Oh, but I meant to add that the excess on a second hand car can be quite high, mine is €600. If you want to get that down to a reasonable level then you have to have it inspected by an engineer who gives a report to the insurance company ....... stops people claiming for damage that is already done apparently


----------



## chris(madrid) (Mar 23, 2008)

Insurance here is generally a bit higher ime. BUT legally (I'm told) TP must cover all drivers. I find Motorcycle insurance VERY high. 

Fire/theft extensions are reasonable. Fully comp hardly ever is - unless you agree massive excesses. ime Windshield/H-lamp cover is a good idea. 

It's near (if not totally) impossible to get insurance other than TPO on anything over 5 years old - UNLESS you had the vehicle before it reached that age and had it insured at TPFT or Comp) before.
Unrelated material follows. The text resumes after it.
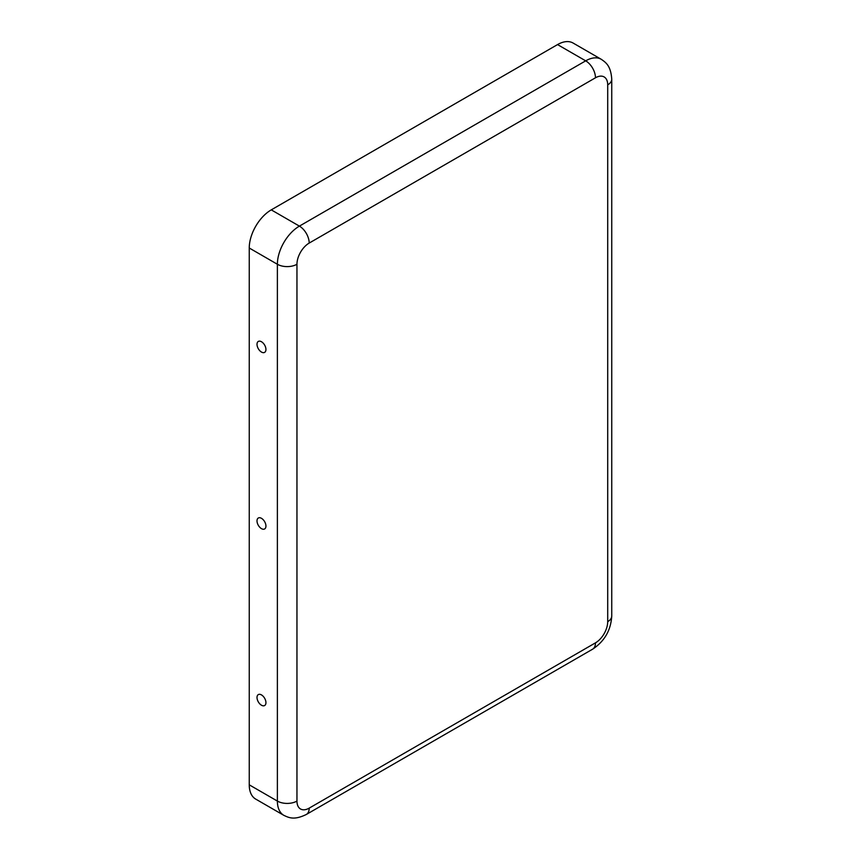 <?xml version="1.0" encoding="UTF-8"?>
<svg xmlns="http://www.w3.org/2000/svg" width="861" height="861" viewBox="0 0 861 861"><rect width="100%" height="100%" fill="white"/><g stroke="black" fill="none" stroke-linecap="round" stroke-linejoin="round"><path stroke-width="1.29" d="M296.959 801.074A13.841 7.997 180 0 1 277.382 801.074A31.147 17.984 120 0 0 283.829 815.335C289.253 817.928 294.43 820.253 306.322 814.474A13.841 7.997 60 0 0 309.196 808.135A17.306 9.988 120 0 1 296.959 801.074L296.959 264.262A13.841 7.997 180 0 1 277.382 264.262L249.249 248.011A31.147 17.984 -60 0 1 271.269 209.869L557.541 44.589A31.147 17.984 120 0 1 573.114 43.05L601.247 59.291A31.147 17.984 120 0 0 585.684 60.84L557.541 44.589M249.249 248.011L249.249 784.834A31.147 17.984 120 0 0 255.695 799.083L283.829 815.335M261.475 705.224A6.318 3.648 -120 0 0 265.812 703.803A6.318 3.648 -120 0 0 260.42 694.45A6.318 3.648 -120 0 0 257.041 698.131A6.318 3.648 -120 0 0 261.475 705.224M261.475 528.643A6.318 3.648 -120 0 0 265.812 527.223A6.318 3.648 -120 0 0 260.42 517.859A6.318 3.648 -120 0 0 257.041 521.54A6.318 3.648 -120 0 0 261.475 528.643M261.475 352.063A6.318 3.648 -120 0 0 265.812 350.631A6.318 3.648 -120 0 0 260.42 341.279A6.318 3.648 -120 0 0 257.041 344.96A6.318 3.648 -120 0 0 261.475 352.063M249.249 784.834L277.382 801.074L277.382 264.262A31.147 17.984 -60 0 1 299.402 226.12L271.269 209.869M296.959 264.262A17.306 9.988 -60 0 1 309.196 243.071A13.841 7.997 -120 0 0 299.402 226.12L585.684 60.84A13.841 7.997 -120 0 1 595.468 77.791A17.306 9.988 120 0 1 607.705 84.852A13.841 7.997 0 0 0 611.751 79.201L611.751 616.013C610.89 630.263 604.508 641.316 592.605 649.194L306.322 814.474M607.705 84.852L607.705 621.664A13.841 7.997 0 0 0 611.751 616.013M607.705 621.664A17.306 9.988 -60 0 1 595.468 642.855A13.841 7.997 60 0 1 592.605 649.194M309.196 808.135L595.468 642.855M309.196 243.071L595.468 77.791M601.247 59.291C606.209 62.692 610.815 66.006 611.751 79.201"/></g></svg>

What is ABSOLUTLEY necessary here is to shop about. You can find "offers" both at Insurer and agent level. Right now there is fierce competition for business. I had a quote for one of teh bikes that was 60% cheaper than the others - both the Insurer and Agent had offers on that particular model that month.


----------



## Stravinsky (Aug 12, 2007)

chris(madrid) said:


> Insurance here is generally a bit higher ime. BUT legally (I'm told) TP must cover all drivers. I find Motorcycle insurance VERY high.
> 
> Fire/theft extensions are reasonable. Fully comp hardly ever is - unless you agree massive excesses. ime Windshield/H-lamp cover is a good idea.
> 
> ...


Perhaps yours are higher because of being in Madrid? I was pleasantly suprised when we arrived here with the premiums.


----------



## chris(madrid) (Mar 23, 2008)

Just seems a lot maybe. I earn less now here than I did in the UK in 1989. 

To be fair the Cars are not bad.


----------



## DROOBY (Aug 5, 2008)

Cheers guys,

Have to say i am quite tempted by the £200 a month car hire when you take insurance,tax and a new car seems a good deal. but i will be looking for a motorbike for myself though this is a must with all the sunshine.


----------



## chris(madrid) (Mar 23, 2008)

DROOBY said:


> but i will be looking for a motorbike for myself though this is a must with all the sunshine.


Bikes here are quite a bit more expensive (esp second hand) than the UK. This comment from biking mates in the Uk who've been investigating moving here. Depending on model the difference is as high as 20%

If you WANT a bike. I'd suggest you either

- buy one s/h in the UK - make sure it's in your name there 6 months - then bring it with you and have it transferred to Spanish plates under the "Transfer of Domicile within the EU" process - this should avoid the registration tax - make sure you have a VAT receipt though. I'd also look for a speedo that has miles and Kms. 

- buy NEW here. Frankly unless you have a "treasured beast" already - this is the easiest option.

Insurance depends as always on size, as does road tax. 

Tax is a local thing and I know some areas tax bikes HEAVILY as they don't like them. Where I work - cars pay VERY LOW rates as they want to attract rental fleets. Bikes are not as favourably viewed. Where I live it's a little fairer - but not as low.

Believe me - a Bike in mid summer can be very unpleasant here. With the minimum of proper protection - heat becomes an issue. Naturally in t-shirt/shorts and flip-flops it's cooler - but I'd not risk that. In Winter here in Madrid - I ride much less too (i don't do ice) - but on the Med. coast the climate remains more temperate.


----------